**WORK INSTRUCTION**
In the copy, include no images. Reproduce the entries exactly.
>>
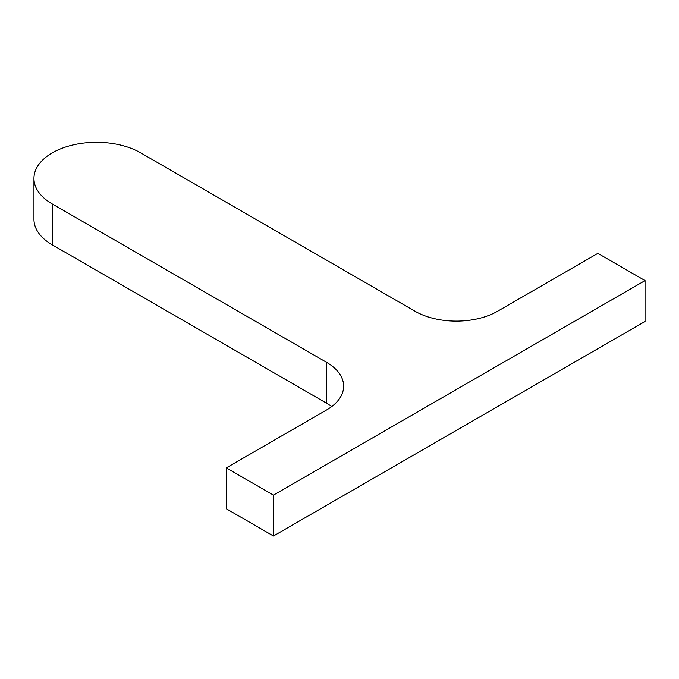 <?xml version="1.0" encoding="UTF-8"?>
<svg xmlns="http://www.w3.org/2000/svg" width="679" height="679" viewBox="0 0 679 679"><rect width="100%" height="100%" fill="white"/><g stroke="black" fill="none" stroke-linecap="round" stroke-linejoin="round"><path stroke-width="1.02" d="M33.95 178.433A62.561 36.123 0 0 0 52.275 203.972L326.54 362.323A58.394 33.712 180 0 1 343.642 386.156A58.394 33.712 180 0 1 326.54 409.997L226.277 467.882L273.459 495.127L645.05 280.588L597.868 253.352L497.597 311.237A58.394 33.712 180 0 1 415.013 311.237L140.748 152.894A62.561 36.123 0 0 0 72.568 145.06A62.561 36.123 0 0 0 33.95 178.433L33.95 219.3A62.561 36.123 0 0 0 52.275 244.839L326.54 403.182A58.394 33.712 180 0 1 331.7 406.594M226.277 467.882L226.277 508.749L273.459 535.994L645.05 321.456L645.05 280.588M273.459 495.127L273.459 535.994M52.275 203.972L52.275 244.839M326.54 362.323L326.54 403.182"/></g></svg>
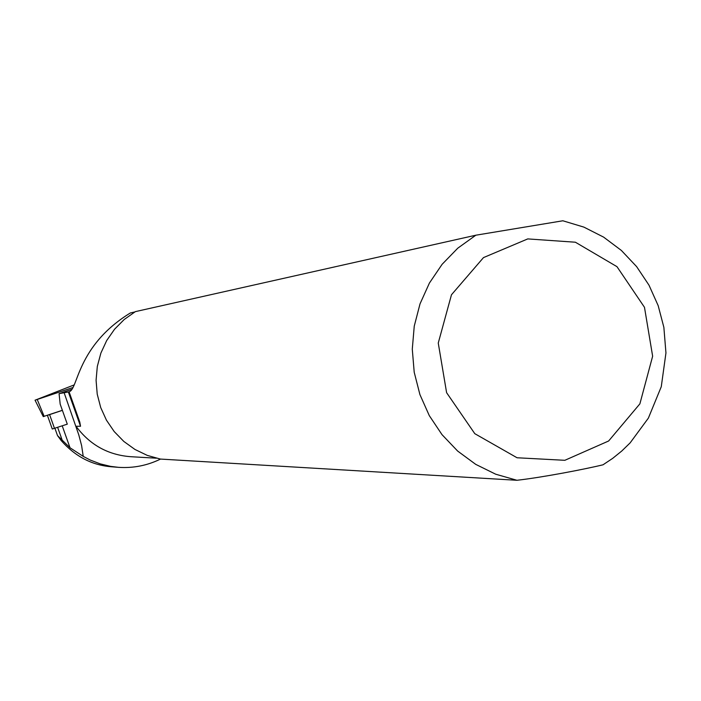 <?xml version="1.0" encoding="UTF-8"?>
<svg xmlns="http://www.w3.org/2000/svg" width="701" height="701" viewBox="0 0 701 701"><rect width="100%" height="100%" fill="white"/><g stroke="black" fill="none" stroke-linecap="round" stroke-linejoin="round"><path stroke-width="1.05" d="M68.987 391.885L59.077 393.647L60.181 404.144L67.296 424.158L52.277 429.021L47.396 415.316M60.952 393.086L59.077 393.647M156.341 458.191L130.991 456.719C108.164 455.054 89.851 444.907 76.041 426.269L80.527 426.269L79.791 422.081L69.066 391.771C78.205 389.695 76.295 346.119 130.386 312.953L134.785 311.971M63.993 392.35L78.81 434.953L81.631 445.678L83.226 456.377L90.315 460.075L100.243 463.878L110.574 466.367L118.487 467.339L110.881 466.726C91.656 465.061 75.086 456.342 61.171 440.561L57.508 435.575L70.03 447.79L83.226 456.377M160.529 459.076C147.271 465.552 133.26 468.303 118.487 467.339M603.745 464.36L602.991 464.807C584.52 469.293 542.486 477.372 516.952 480.281L160.38 459.067L147.263 455.387L134.951 449.455L123.823 441.437L114.219 431.579L106.438 420.162L100.707 407.553L97.22 394.12L96.081 380.284L97.308 366.465L100.883 353.085L106.692 340.546L114.543 329.242L124.2 319.507L135.363 311.63L475.848 235.203L562.903 220.771M61.653 392.77L71.406 389.484M54.503 428.416L49.596 414.624L62.38 410.339M49.596 414.624L47.843 415.167M73.973 384.989L35.05 400.192L72.606 387.627M43.804 416.412L62.371 410.304M516.952 480.281L495.703 474.209L475.725 464.36L457.63 451.041L441.989 434.62L429.292 415.623L419.925 394.602L414.203 372.222L412.284 349.168L414.247 326.158L420.013 303.892L429.406 283.064L442.121 264.303L457.771 248.189L475.848 235.203M527.765 238.91L575.39 242.222L616.976 266.669L644.482 307.31L652.64 356.196L639.882 403.846L608.626 440.999L564.84 460.303L517.058 457.762L474.796 433.674L446.607 392.691L438.256 343.043L451.47 294.77L483.488 257.6L527.765 238.91M57.648 427.373L62.354 440.605M62.223 425.849L70.03 447.79M68.356 392.008L80.527 426.269M44.163 416.403L37.258 399.552M562.745 220.745L583.889 227.115L603.614 237.122L621.358 250.432L636.622 266.617L649.003 285.193L658.169 305.627L663.865 327.323L665.95 352.945L661.271 386.707L648.372 418.12L630.146 442.866L621.769 451.015L612.7 458.349L603 464.807M54.915 428.285L57.473 435.461M43.296 416.648L35.05 400.201"/></g></svg>
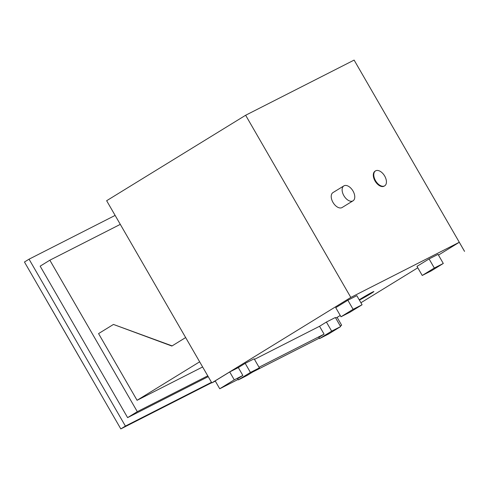 <?xml version="1.0" encoding="UTF-8"?>
<svg xmlns="http://www.w3.org/2000/svg" width="489" height="489" viewBox="0 0 489 489"><rect width="100%" height="100%" fill="white"/><g stroke="black" fill="none" stroke-linecap="round" stroke-linejoin="round"><path stroke-width="0.73" d="M459.281 242.281L464.532 251.377L459.281 242.281L350.821 297.434L211.823 382.893L215.319 381.114M422.227 275.466L416.97 266.371L429.079 258.925L434.33 268.021L422.227 275.466L431.188 270.906L443.297 263.461L434.33 268.021M429.079 258.925L438.046 254.366L443.297 263.461M319.555 338.59L328.516 334.036L340.625 326.591L331.658 331.151L319.555 338.59L318.852 337.379L324.085 334.158L319.537 326.279L326.407 322.055L331.658 331.151M326.407 322.055L335.375 317.495L340.625 326.591M238.326 379.892L247.293 375.338L259.402 367.893L250.435 372.447L238.326 379.892L237.63 378.682L242.862 375.46L238.314 367.581L245.185 363.351L250.435 372.447M245.185 363.351L254.152 358.798L259.402 367.893M340.998 316.768L335.747 307.667L347.856 300.228L353.107 309.323L340.998 316.768L349.965 312.208L362.074 304.763L353.107 309.323M347.856 300.228L356.823 295.668L362.074 304.763M229.714 371.952L234.268 379.837L219.738 388.767L215.184 380.888L229.714 371.952L238.314 367.581M242.862 375.46L234.268 379.837M335.699 318.058L337.098 317.349L341.652 325.228L340.252 325.943M254.476 359.36L319.537 326.279M324.085 334.158L259.029 367.245M337.123 317.392L340.252 315.466M360.919 302.758L417.795 267.789M438.462 255.081L459.257 242.293M359.238 299.849A8.759 0.336 -30 0 1 367.63 294.769A8.759 0.336 -30 0 1 373.871 291.548A8.759 0.336 -30 0 1 370.858 293.602A8.759 0.336 -30 0 1 359.366 300.075M340.313 326.053L341.652 325.228M219.738 388.767L238.07 379.446M252.746 371.982L319.293 338.144M375.534 180.685A8.759 5.122 58.4 0 0 384.696 185.82A8.759 5.122 58.4 0 0 384.47 175.679A8.759 5.122 58.4 0 0 375.515 170.899A8.759 5.122 58.4 0 0 375.534 180.685M384.696 185.82L384.207 186.12A8.759 5.122 -121.6 0 1 375.051 180.985A8.759 5.122 -121.6 0 1 375.032 171.199L375.515 170.899M343.871 195.679A8.759 5.122 58.4 0 0 353.034 200.814A8.759 5.122 58.4 0 0 352.807 190.673A8.759 5.122 58.4 0 0 343.859 185.893A8.759 5.122 58.4 0 0 343.871 195.679M353.034 200.814L342.135 207.513A8.759 5.122 -121.6 0 1 332.972 202.379A8.759 5.122 -121.6 0 1 332.96 192.593L343.859 185.893M464.55 251.364L354.115 60.092L245.637 115.251L350.821 297.434M211.823 382.893L106.645 200.716L245.637 115.251M185.649 337.563L171.865 346.041L113.454 324.439L172.11 345.888M113.454 324.439L98.564 333.596L137.073 400.295L199.653 361.817M202.623 366.964L137.073 400.295M208.216 376.64L127.611 417.624L40.159 266.157L49.847 260.203L137.299 411.671L207.752 375.845M120.3 224.372L49.847 260.203M127.611 417.624L137.299 411.671M211.486 382.312L125.41 426.084L120.814 428.908L211.706 382.691M125.41 426.084L29.047 259.182L115.123 215.411M120.814 428.908L24.45 262.006L29.047 259.182M84.817 366.622L46.308 299.916L84.841 366.603"/></g></svg>
<<
**THE ANSWER**
 <?xml version="1.0" encoding="UTF-8"?>
<svg xmlns="http://www.w3.org/2000/svg" width="679" height="679" viewBox="0 0 679 679"><rect width="100%" height="100%" fill="white"/><g stroke="black" fill="none" stroke-linecap="round" stroke-linejoin="round"><path stroke-width="1.02" d="M33.95 178.433A62.561 36.123 0 0 0 52.275 203.972L326.54 362.323A58.394 33.712 180 0 1 343.642 386.156A58.394 33.712 180 0 1 326.54 409.997L226.277 467.882L273.459 495.127L645.05 280.588L597.868 253.352L497.597 311.237A58.394 33.712 180 0 1 415.013 311.237L140.748 152.894A62.561 36.123 0 0 0 72.568 145.06A62.561 36.123 0 0 0 33.95 178.433L33.95 219.3A62.561 36.123 0 0 0 52.275 244.839L326.54 403.182A58.394 33.712 180 0 1 331.7 406.594M226.277 467.882L226.277 508.749L273.459 535.994L645.05 321.456L645.05 280.588M273.459 495.127L273.459 535.994M52.275 203.972L52.275 244.839M326.54 362.323L326.54 403.182"/></g></svg>
 <?xml version="1.0" encoding="UTF-8"?>
<svg xmlns="http://www.w3.org/2000/svg" width="701" height="701" viewBox="0 0 701 701"><rect width="100%" height="100%" fill="white"/><g stroke="black" fill="none" stroke-linecap="round" stroke-linejoin="round"><path stroke-width="1.05" d="M68.987 391.885L59.077 393.647L60.181 404.144L67.296 424.158L52.277 429.021L47.396 415.316M60.952 393.086L59.077 393.647M156.341 458.191L130.991 456.719C108.164 455.054 89.851 444.907 76.041 426.269L80.527 426.269L79.791 422.081L69.066 391.771C78.205 389.695 76.295 346.119 130.386 312.953L134.785 311.971M63.993 392.35L78.81 434.953L81.631 445.678L83.226 456.377L90.315 460.075L100.243 463.878L110.574 466.367L118.487 467.339L110.881 466.726C91.656 465.061 75.086 456.342 61.171 440.561L57.508 435.575L70.03 447.79L83.226 456.377M160.529 459.076C147.271 465.552 133.26 468.303 118.487 467.339M603.745 464.36L602.991 464.807C584.52 469.293 542.486 477.372 516.952 480.281L160.38 459.067L147.263 455.387L134.951 449.455L123.823 441.437L114.219 431.579L106.438 420.162L100.707 407.553L97.22 394.12L96.081 380.284L97.308 366.465L100.883 353.085L106.692 340.546L114.543 329.242L124.2 319.507L135.363 311.63L475.848 235.203L562.903 220.771M61.653 392.77L71.406 389.484M54.503 428.416L49.596 414.624L62.38 410.339M49.596 414.624L47.843 415.167M73.973 384.989L35.05 400.192L72.606 387.627M43.804 416.412L62.371 410.304M516.952 480.281L495.703 474.209L475.725 464.36L457.63 451.041L441.989 434.62L429.292 415.623L419.925 394.602L414.203 372.222L412.284 349.168L414.247 326.158L420.013 303.892L429.406 283.064L442.121 264.303L457.771 248.189L475.848 235.203M527.765 238.91L575.39 242.222L616.976 266.669L644.482 307.31L652.64 356.196L639.882 403.846L608.626 440.999L564.84 460.303L517.058 457.762L474.796 433.674L446.607 392.691L438.256 343.043L451.47 294.77L483.488 257.6L527.765 238.91M57.648 427.373L62.354 440.605M62.223 425.849L70.03 447.79M68.356 392.008L80.527 426.269M44.163 416.403L37.258 399.552M562.745 220.745L583.889 227.115L603.614 237.122L621.358 250.432L636.622 266.617L649.003 285.193L658.169 305.627L663.865 327.323L665.95 352.945L661.271 386.707L648.372 418.12L630.146 442.866L621.769 451.015L612.7 458.349L603 464.807M54.915 428.285L57.473 435.461M43.296 416.648L35.05 400.201"/></g></svg>
 <?xml version="1.0" encoding="UTF-8"?>
<svg xmlns="http://www.w3.org/2000/svg" width="489" height="489" viewBox="0 0 489 489"><rect width="100%" height="100%" fill="white"/><g stroke="black" fill="none" stroke-linecap="round" stroke-linejoin="round"><path stroke-width="0.73" d="M459.281 242.281L464.532 251.377L459.281 242.281L350.821 297.434L211.823 382.893L215.319 381.114M422.227 275.466L416.97 266.371L429.079 258.925L434.33 268.021L422.227 275.466L431.188 270.906L443.297 263.461L434.33 268.021M429.079 258.925L438.046 254.366L443.297 263.461M319.555 338.59L328.516 334.036L340.625 326.591L331.658 331.151L319.555 338.59L318.852 337.379L324.085 334.158L319.537 326.279L326.407 322.055L331.658 331.151M326.407 322.055L335.375 317.495L340.625 326.591M238.326 379.892L247.293 375.338L259.402 367.893L250.435 372.447L238.326 379.892L237.63 378.682L242.862 375.46L238.314 367.581L245.185 363.351L250.435 372.447M245.185 363.351L254.152 358.798L259.402 367.893M340.998 316.768L335.747 307.667L347.856 300.228L353.107 309.323L340.998 316.768L349.965 312.208L362.074 304.763L353.107 309.323M347.856 300.228L356.823 295.668L362.074 304.763M229.714 371.952L234.268 379.837L219.738 388.767L215.184 380.888L229.714 371.952L238.314 367.581M242.862 375.46L234.268 379.837M335.699 318.058L337.098 317.349L341.652 325.228L340.252 325.943M254.476 359.36L319.537 326.279M324.085 334.158L259.029 367.245M337.123 317.392L340.252 315.466M360.919 302.758L417.795 267.789M438.462 255.081L459.257 242.293M359.238 299.849A8.759 0.336 -30 0 1 367.63 294.769A8.759 0.336 -30 0 1 373.871 291.548A8.759 0.336 -30 0 1 370.858 293.602A8.759 0.336 -30 0 1 359.366 300.075M340.313 326.053L341.652 325.228M219.738 388.767L238.07 379.446M252.746 371.982L319.293 338.144M375.534 180.685A8.759 5.122 58.4 0 0 384.696 185.82A8.759 5.122 58.4 0 0 384.47 175.679A8.759 5.122 58.4 0 0 375.515 170.899A8.759 5.122 58.4 0 0 375.534 180.685M384.696 185.82L384.207 186.12A8.759 5.122 -121.6 0 1 375.051 180.985A8.759 5.122 -121.6 0 1 375.032 171.199L375.515 170.899M343.871 195.679A8.759 5.122 58.4 0 0 353.034 200.814A8.759 5.122 58.4 0 0 352.807 190.673A8.759 5.122 58.4 0 0 343.859 185.893A8.759 5.122 58.4 0 0 343.871 195.679M353.034 200.814L342.135 207.513A8.759 5.122 -121.6 0 1 332.972 202.379A8.759 5.122 -121.6 0 1 332.96 192.593L343.859 185.893M464.55 251.364L354.115 60.092L245.637 115.251L350.821 297.434M211.823 382.893L106.645 200.716L245.637 115.251M185.649 337.563L171.865 346.041L113.454 324.439L172.11 345.888M113.454 324.439L98.564 333.596L137.073 400.295L199.653 361.817M202.623 366.964L137.073 400.295M208.216 376.64L127.611 417.624L40.159 266.157L49.847 260.203L137.299 411.671L207.752 375.845M120.3 224.372L49.847 260.203M127.611 417.624L137.299 411.671M211.486 382.312L125.41 426.084L120.814 428.908L211.706 382.691M125.41 426.084L29.047 259.182L115.123 215.411M120.814 428.908L24.45 262.006L29.047 259.182M84.817 366.622L46.308 299.916L84.841 366.603"/></g></svg>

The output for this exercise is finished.